What LLMs Can't Guess
Posted on 22 March 2026 by Mirko Janssen — 6 min

In my daily work I use coding agents and other AI tools to help me. This is nothing special anymore, many developers have made the switch. But when I hear colleagues or friends talk about the results they get from their AI tools, I sometimes notice a difference. For me, I generally get reliable and good results from these tools, which does not seem to be the case for everyone. On the surface, what I notice is the quality of the prompts and the specifications. That is not really news either, there are dozens of articles explaining how important specifications are and how to get better at writing them. But that is not what I want to focus on here. Instead I want to talk about something I came across in an article by Bob Wyman.
The Problem with Specifications
In his article, Bob Wyman describes that the real problem is not the imprecision of natural language, but that it allows imprecision without making it visible. An LLM fills the gaps in a specification quietly and confidently, but it does not care about the right answer, only the statistically likely one. If we ask an LLM to extend an online shop so that customers can get a discount with a voucher, and on top of that ask it to cover the functionality with tests, the result will probably look plausible and work at first. But what happens if my vouchers bring the total below zero? What is fundamentally missing in this approach is a mechanism that makes correctness an explicit part of the process.
That is exactly what tests are for, but in my example the LLM wrote tests too, right? The difference is in the type of test. A single unit test checks one path with concrete inputs and a defined expected output. What it does not check is whether the implementation actually does what it is supposed to do! What we need are tests that describe properties: invariants that must hold for a whole class of inputs and do not depend on what an LLM happened to generate. This is exactly where property-based testing comes in, because instead of checking whether f(2) == 4, you check whether f(a) + f(b) == f(a + b) holds for any a and b. Such tests are harder to write, but they force us to specify the actual behavior instead of just documenting an example. For AI-generated code this is especially valuable, because the quiet wrong decisions of an LLM become visible.
Property-Based Testing
In my article about Test-Driven Development I wrote that it is important to focus on the behavior of a method and not just on input and output. I want to do the same thing here. Going back to the voucher example from earlier, these would be the requirements:
- A voucher reduces the total by a fixed amount, but never below zero.

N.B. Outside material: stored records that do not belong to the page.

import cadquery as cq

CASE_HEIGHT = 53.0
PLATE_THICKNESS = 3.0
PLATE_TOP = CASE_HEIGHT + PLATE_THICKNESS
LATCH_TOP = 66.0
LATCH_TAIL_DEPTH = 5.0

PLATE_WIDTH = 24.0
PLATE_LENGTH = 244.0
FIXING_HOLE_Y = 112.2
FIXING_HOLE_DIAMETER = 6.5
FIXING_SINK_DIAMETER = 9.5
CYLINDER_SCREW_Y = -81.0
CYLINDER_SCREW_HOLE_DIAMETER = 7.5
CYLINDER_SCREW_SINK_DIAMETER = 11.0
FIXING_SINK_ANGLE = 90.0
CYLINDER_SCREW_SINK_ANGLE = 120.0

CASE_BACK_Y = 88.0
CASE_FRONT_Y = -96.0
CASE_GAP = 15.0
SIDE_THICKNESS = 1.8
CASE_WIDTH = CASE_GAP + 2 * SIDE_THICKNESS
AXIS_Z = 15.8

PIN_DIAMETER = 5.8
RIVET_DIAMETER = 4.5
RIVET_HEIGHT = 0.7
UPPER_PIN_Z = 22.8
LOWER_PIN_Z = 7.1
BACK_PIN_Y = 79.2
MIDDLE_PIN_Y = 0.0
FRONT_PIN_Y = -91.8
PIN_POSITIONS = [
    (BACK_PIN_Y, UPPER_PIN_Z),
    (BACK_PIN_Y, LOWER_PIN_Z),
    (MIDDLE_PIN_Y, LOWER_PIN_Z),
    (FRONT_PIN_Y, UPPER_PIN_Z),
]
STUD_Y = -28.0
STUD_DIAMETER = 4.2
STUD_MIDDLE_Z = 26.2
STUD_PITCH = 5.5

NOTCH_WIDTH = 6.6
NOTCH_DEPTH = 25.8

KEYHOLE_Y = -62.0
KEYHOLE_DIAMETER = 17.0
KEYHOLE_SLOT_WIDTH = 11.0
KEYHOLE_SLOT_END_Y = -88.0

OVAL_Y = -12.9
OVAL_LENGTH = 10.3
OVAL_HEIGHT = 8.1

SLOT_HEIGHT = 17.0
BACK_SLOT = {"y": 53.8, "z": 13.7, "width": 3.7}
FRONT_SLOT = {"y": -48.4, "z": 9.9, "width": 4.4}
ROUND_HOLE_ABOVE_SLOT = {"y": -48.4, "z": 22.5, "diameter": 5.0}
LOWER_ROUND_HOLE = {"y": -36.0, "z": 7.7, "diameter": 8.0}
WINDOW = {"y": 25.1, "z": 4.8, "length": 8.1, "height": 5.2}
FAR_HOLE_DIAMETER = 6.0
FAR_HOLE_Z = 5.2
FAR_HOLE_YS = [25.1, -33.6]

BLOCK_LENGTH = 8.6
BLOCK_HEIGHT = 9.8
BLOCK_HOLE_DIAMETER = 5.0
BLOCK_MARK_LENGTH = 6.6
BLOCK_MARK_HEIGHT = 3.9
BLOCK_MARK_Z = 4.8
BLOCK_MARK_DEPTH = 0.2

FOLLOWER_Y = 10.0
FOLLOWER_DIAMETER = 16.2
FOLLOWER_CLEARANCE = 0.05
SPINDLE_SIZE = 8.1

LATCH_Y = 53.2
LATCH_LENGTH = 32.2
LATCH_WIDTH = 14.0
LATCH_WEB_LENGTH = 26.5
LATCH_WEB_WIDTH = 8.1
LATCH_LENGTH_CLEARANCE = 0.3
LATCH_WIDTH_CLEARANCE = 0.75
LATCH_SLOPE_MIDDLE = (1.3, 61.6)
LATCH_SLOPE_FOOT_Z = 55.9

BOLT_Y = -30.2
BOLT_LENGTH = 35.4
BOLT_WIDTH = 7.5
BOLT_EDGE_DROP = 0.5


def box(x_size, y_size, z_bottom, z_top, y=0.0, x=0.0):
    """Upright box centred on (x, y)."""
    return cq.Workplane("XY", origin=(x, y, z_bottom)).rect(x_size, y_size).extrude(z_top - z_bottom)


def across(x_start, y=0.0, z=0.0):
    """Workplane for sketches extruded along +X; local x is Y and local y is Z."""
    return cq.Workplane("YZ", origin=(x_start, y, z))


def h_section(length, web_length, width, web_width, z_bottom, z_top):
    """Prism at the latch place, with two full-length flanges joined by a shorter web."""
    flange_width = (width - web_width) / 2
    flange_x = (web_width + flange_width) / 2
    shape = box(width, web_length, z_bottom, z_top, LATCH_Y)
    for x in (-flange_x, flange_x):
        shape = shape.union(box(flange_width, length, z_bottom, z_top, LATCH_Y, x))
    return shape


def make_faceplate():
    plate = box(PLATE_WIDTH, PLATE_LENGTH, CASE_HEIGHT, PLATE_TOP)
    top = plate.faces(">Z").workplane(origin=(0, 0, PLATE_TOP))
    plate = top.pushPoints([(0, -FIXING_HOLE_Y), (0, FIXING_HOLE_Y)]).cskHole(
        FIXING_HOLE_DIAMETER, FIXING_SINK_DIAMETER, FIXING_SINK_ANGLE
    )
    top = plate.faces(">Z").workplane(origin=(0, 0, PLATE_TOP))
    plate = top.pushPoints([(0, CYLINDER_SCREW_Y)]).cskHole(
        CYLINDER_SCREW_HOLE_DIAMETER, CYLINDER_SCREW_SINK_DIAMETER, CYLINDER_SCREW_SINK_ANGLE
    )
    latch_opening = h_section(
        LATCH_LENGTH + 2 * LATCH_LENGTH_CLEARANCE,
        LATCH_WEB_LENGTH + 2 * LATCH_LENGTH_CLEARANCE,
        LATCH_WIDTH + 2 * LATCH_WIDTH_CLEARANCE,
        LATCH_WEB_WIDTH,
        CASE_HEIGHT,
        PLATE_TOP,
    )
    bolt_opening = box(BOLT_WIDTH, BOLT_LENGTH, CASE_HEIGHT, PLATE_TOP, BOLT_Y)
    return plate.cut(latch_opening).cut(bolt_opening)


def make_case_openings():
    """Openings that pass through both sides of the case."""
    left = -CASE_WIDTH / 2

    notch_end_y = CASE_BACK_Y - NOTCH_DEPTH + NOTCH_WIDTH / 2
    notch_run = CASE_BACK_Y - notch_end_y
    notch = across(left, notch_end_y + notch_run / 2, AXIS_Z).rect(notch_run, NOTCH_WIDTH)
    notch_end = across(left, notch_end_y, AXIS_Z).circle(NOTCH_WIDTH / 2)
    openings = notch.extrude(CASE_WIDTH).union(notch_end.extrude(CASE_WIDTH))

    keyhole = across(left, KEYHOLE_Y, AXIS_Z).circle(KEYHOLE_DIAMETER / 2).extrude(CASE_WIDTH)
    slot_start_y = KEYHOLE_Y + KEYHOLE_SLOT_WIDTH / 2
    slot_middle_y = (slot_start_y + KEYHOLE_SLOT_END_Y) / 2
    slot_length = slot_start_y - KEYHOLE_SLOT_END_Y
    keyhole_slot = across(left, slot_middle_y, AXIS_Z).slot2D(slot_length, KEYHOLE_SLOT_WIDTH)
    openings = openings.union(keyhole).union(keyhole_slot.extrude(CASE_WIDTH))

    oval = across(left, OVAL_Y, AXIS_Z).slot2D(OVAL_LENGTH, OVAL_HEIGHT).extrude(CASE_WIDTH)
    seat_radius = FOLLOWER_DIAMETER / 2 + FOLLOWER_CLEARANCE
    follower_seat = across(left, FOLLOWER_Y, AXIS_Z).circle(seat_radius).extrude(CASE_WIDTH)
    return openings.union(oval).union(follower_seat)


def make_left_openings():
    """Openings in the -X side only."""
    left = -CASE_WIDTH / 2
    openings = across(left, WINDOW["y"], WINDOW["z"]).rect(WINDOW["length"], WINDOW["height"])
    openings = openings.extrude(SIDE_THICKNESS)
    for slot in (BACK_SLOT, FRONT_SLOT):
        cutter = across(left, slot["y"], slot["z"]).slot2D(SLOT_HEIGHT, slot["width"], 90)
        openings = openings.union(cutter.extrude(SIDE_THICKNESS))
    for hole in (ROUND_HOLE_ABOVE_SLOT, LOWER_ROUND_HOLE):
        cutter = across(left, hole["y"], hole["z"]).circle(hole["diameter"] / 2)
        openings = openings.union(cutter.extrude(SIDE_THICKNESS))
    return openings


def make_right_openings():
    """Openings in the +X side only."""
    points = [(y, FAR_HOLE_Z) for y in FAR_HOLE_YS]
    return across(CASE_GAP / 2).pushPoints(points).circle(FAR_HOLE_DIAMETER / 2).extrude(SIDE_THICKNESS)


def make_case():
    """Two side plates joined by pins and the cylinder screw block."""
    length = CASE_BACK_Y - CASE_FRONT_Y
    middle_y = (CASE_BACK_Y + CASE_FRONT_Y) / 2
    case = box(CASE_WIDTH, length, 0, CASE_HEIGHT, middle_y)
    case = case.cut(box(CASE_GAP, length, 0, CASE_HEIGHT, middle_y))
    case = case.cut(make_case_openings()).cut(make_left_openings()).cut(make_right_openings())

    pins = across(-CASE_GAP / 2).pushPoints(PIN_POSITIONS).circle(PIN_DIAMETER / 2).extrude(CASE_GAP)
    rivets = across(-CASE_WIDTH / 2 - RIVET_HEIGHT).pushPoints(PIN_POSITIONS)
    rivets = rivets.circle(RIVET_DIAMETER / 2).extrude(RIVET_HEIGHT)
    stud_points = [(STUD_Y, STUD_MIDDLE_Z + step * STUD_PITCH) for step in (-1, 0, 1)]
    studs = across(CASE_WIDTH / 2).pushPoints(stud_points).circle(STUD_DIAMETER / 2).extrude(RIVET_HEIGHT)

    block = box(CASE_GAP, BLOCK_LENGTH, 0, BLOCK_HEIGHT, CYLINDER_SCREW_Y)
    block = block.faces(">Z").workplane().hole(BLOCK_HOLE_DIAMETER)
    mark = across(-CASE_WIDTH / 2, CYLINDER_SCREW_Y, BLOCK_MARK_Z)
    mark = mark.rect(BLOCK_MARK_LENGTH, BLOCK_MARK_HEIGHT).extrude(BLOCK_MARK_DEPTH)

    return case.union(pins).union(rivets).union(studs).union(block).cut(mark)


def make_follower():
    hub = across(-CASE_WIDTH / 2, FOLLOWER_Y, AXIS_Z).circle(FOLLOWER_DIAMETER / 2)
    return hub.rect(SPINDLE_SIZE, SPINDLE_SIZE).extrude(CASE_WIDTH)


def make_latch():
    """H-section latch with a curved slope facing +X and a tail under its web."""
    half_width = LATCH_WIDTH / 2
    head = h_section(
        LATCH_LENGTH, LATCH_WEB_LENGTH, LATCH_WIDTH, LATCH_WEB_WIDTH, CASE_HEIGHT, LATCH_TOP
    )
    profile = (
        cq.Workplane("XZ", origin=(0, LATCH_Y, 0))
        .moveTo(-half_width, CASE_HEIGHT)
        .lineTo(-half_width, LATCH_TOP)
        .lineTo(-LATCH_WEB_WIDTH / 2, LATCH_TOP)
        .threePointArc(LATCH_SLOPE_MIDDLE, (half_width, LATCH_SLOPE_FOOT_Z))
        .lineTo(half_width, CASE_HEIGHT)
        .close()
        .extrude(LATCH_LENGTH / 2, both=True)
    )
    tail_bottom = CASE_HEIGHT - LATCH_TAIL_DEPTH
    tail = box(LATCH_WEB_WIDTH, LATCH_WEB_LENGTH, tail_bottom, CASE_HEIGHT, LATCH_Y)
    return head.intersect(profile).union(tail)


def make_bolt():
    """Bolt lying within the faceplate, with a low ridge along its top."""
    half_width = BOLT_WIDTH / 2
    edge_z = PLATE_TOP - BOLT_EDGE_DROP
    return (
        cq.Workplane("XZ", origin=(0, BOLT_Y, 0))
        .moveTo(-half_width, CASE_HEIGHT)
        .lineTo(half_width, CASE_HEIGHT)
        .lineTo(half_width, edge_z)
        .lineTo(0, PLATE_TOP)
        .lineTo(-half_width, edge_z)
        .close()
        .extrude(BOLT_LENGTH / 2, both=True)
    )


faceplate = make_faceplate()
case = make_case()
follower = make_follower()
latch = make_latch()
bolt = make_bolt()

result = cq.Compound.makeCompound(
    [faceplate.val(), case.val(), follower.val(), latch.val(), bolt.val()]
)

- A voucher can only be redeemed once per order (or at all).
- Multiple vouchers combined must not give more discount than the total amount.
These are not unit tests, they are properties that we should have given the LLM before it generated any code. Behavior-Driven Development, which I also mentioned in that earlier post, does not help here either. BDD is about describing behavior in a language that both developers and non-developers can understand. But a test in BDD still documents a concrete example, not a generally valid property.
When we look at property-based testing, we see that it flips the process around. Instead of an expected result, we describe the rules that must hold across all test runs. Used together with a test framework like fast-check (for TypeScript), many random inputs are generated and checked automatically. On one hand I can stop worrying about edge cases, and on the other hand it forces me to formulate the behavior precisely. This precision is what helps the LLM make decisions based on concrete requirements rather than patterns from its training data.
How to Spot Properties
At first it really does take some practice to spot properties. There are known patterns that help, like symmetry, idempotency, or monotonicity. But a checklist helps less here than a simple habit. When writing code or doing code reviews, it is worth pausing and asking yourself: is there something here that must never change? If I change the input, what changes about the result? Is there an operation here that can be undone?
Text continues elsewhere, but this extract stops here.